Tom Walker/Washington Bureau Chief
Washington D.C., Nov. 29 - The government's strategy for fighting bird flu includes doing everything possible to keep it from becoming a pandemic in the first place.
President George W. Bush has said, "The best way to deal with it is to isolate and contain it in the region in which it begins."
In case that fails, Congress is working up a $7 billion plan to encourage production of potentially life saving vaccines.
But critics are now taking aim at a part of the plan they say would also give drug makers sweeping new protection from lawsuits, protection they say goes beyond bird flu.
"A couple of cases of measles could be considered an epidemic that then would be covered under this legislation." Barbara Loe Fisher runs the watch-dog group National Vaccine Information Center that she founded after her son developed learning disabilities she believes were related to childhood vaccine.
She and other critics of the pharmaceutical industry, including Indiana Congressman Dan Burton, are gearing up to oppose the liability provisions.
President Bush and others say the number of makers of vaccine has plunged, largely because of fear of lawsuits.

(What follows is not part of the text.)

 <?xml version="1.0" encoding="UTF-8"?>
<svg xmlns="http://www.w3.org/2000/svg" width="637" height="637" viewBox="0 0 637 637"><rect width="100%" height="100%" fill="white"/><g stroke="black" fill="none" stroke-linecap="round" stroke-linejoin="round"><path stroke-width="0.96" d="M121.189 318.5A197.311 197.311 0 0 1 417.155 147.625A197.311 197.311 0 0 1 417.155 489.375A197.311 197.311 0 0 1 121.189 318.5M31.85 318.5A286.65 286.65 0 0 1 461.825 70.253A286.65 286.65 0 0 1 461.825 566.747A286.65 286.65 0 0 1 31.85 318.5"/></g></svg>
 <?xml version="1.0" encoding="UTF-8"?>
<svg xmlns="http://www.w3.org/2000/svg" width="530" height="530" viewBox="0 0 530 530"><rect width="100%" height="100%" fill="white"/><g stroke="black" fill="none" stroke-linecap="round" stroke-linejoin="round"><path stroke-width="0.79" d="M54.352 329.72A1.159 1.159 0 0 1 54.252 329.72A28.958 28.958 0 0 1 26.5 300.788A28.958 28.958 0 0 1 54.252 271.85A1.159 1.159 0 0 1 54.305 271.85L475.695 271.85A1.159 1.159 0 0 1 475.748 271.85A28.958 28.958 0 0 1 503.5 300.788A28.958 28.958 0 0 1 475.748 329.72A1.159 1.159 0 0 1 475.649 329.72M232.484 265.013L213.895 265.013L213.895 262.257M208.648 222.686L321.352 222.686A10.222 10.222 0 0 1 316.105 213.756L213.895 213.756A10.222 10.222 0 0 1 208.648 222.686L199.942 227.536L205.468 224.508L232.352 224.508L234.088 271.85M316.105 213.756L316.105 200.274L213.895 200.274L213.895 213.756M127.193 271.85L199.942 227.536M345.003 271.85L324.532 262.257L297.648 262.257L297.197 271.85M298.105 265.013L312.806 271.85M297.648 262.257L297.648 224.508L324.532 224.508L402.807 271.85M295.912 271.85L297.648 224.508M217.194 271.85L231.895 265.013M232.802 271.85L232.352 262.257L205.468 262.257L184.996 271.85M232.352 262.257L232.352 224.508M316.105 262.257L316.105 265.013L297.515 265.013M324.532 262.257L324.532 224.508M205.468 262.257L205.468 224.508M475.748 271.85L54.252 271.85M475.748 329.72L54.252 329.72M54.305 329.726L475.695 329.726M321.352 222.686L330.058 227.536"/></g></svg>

And they argue that without protection companies won't make the drugs.
But there is growing opposition from groups, including the politically powerful Association of Trial Lawyers, that say
fear of pandemic should not close the courthouse door to those injured.
"Certainly when it happens to you or to a loved one," says Fisher, "when you're the one that gets hurt, things look very different."
This is shaping up as a bitter struggle that could have an impact on drug makers like Eli Lilly and Company that don't make vaccines, but could be ramping up production of other medicines that might be needed in a bird flu pandemic.
Legislation drafted by Republicans would only allow lawsuits against makers of pandemic vaccines if there were willful misconduct.